**WHAT THE EXERCISE ASKS:** From the entries below, extract every line that includes the word "click".

**DATA SUPPLIED:**
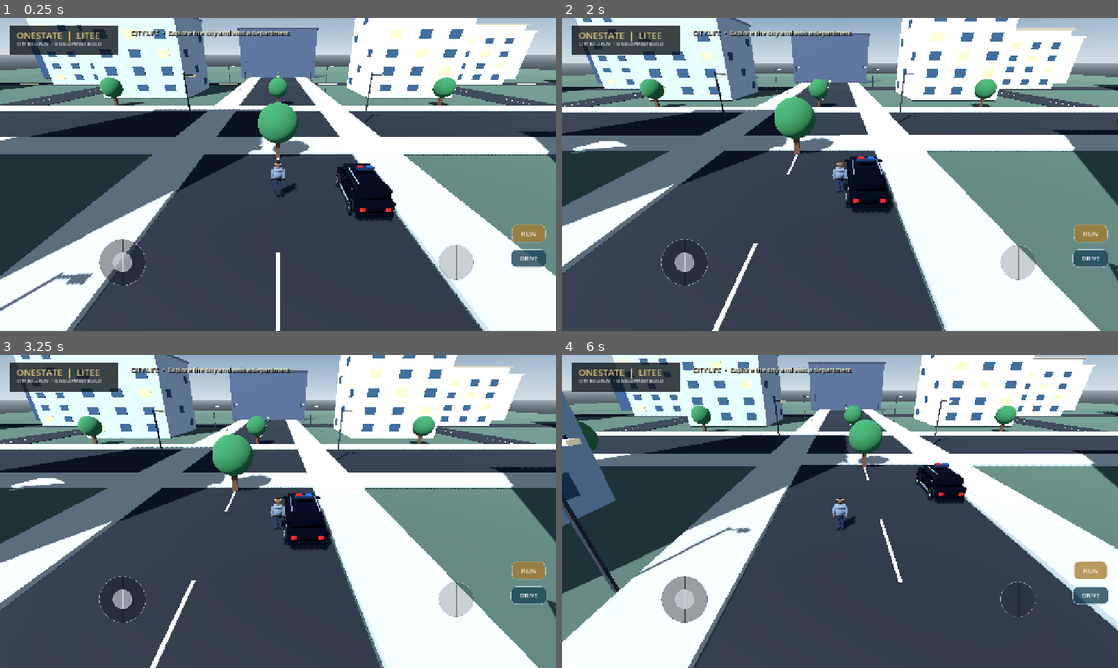
Above: before the commit, frames 1-4 (two rows, left to right).
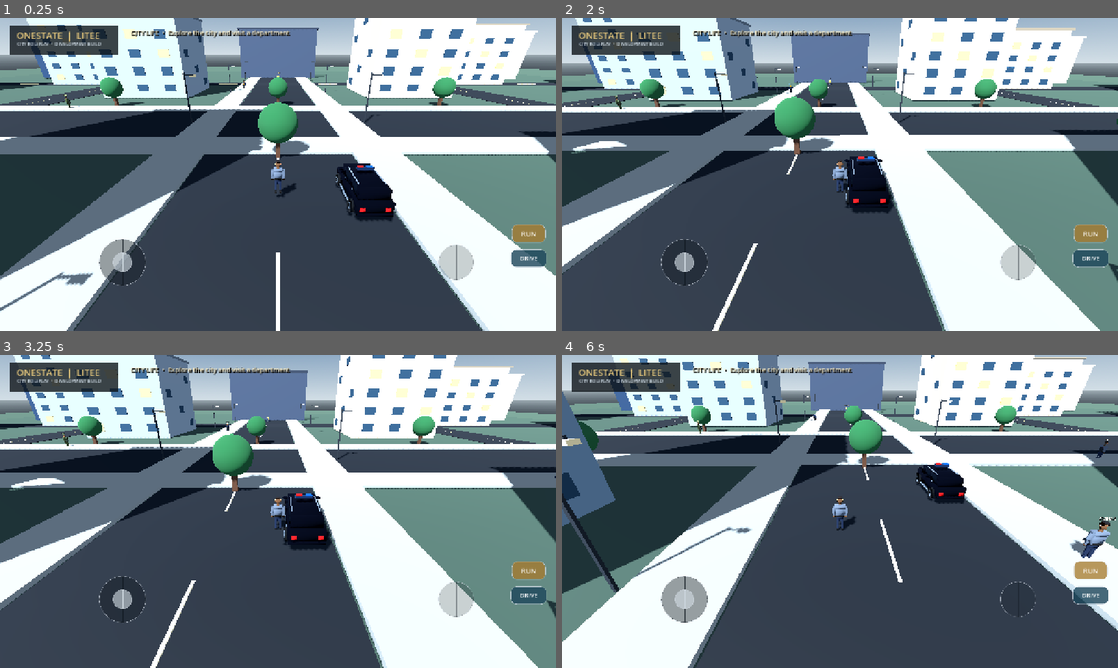
Above: after the commit, the same moments.

Repository: walid8769/Onestate-litee
Game: Godot game, scene res://scenes/main.tscn
Two runs of this game, one before a commit and one after it. Both use one fixed random seed, a clock stepped at 60 frames per second and the inputs below.
Inputs (mouse positions are in pixels of both pictures, inside the frame that each line leads up to):
- Up to frame 1 (0.25 s): no input
- Up to frame 2 (2 s): tap Enter at 0.5 s; move the mouse to (962, 158) at 0.52 s; hold D (move_right) 0.53-1.25 s; hold Shift (run) 0.53-1.25 s; click (962, 158) at 0.67 s; tap Space (jump) at 0.77 s; drag from (728, 190) to (812, 237) at 1.27 s
- Up to frame 3 (3.25 s): move the mouse to (333, 442) at 2.02 s; hold D (move_right) 2.03-2.75 s; hold Shift (run) 2.03-2.75 s; drag from (250, 574) to (111, 464) at 2.77 s
- Up to frame 4 (6 s): tap Space (jump) at 3.5, 3.77 s; move the mouse to (1006, 558) at 3.52 s; hold A (move_left) 3.53-4.25 s; hold Shift (run) 3.53-4.25 s; drag from (673, 464) to (756, 433) at 4.27 s; move the mouse to (867, 511) at 5.02 s; hold S (move_back) 5.03-5.75 s; hold Shift (run) 5.03-5.75 s; click (867, 511) at 5.17 s; drag from (756, 433) to (728, 527) at 5.77 s

The runs differ from the first frame. In frame 1, less than 0.1% of the frame differs, in the area x 11-45%, y 19-29%; in frame 2, less than 0.1%; in frame 3, less than 0.1%; in frame 4, 0.5%, in the area x 24-100%, y 19-65%.
Error before the commit: Parse Error: Cannot infer the type of "tone_seed" variable because the value doesn't have a set type. (res://scripts/npc.gd:53)

Commit message:
Fix NPC skin tone type inference compile error

Diff:
--- a/godot/scripts/npc.gd
+++ b/godot/scripts/npc.gd
@@ -50,7 +50,7 @@
 
 
 func _add_npc_appearance() -> void:
-	var tone_seed := abs(hash(str(get_instance_id()))) % 5
+	var tone_seed: int = abs(hash(str(get_instance_id()))) % 5
 	var skin_tones := [Color(0.88, 0.67, 0.49), Color(0.72, 0.48, 0.34), Color(0.55, 0.34, 0.23), Color(0.39, 0.25, 0.19), Color(0.94, 0.76, 0.60)]
 	var skin := _npc_material(skin_tones[tone_seed], 0.76)
 	var hair_color := Color(0.055, 0.045, 0.04) if faction_name != "ARMY" else Color(0.12, 0.13, 0.10)

**FINAL ANSWER:**
- Up to frame 2 (2 s): tap Enter at 0.5 s; move the mouse to (962, 158) at 0.52 s; hold D (move_right) 0.53-1.25 s; hold Shift (run) 0.53-1.25 s; click (962, 158) at 0.67 s; tap Space (jump) at 0.77 s; drag from (728, 190) to (812, 237) at 1.27 s
- Up to frame 4 (6 s): tap Space (jump) at 3.5, 3.77 s; move the mouse to (1006, 558) at 3.52 s; hold A (move_left) 3.53-4.25 s; hold Shift (run) 3.53-4.25 s; drag from (673, 464) to (756, 433) at 4.27 s; move the mouse to (867, 511) at 5.02 s; hold S (move_back) 5.03-5.75 s; hold Shift (run) 5.03-5.75 s; click (867, 511) at 5.17 s; drag from (756, 433) to (728, 527) at 5.77 s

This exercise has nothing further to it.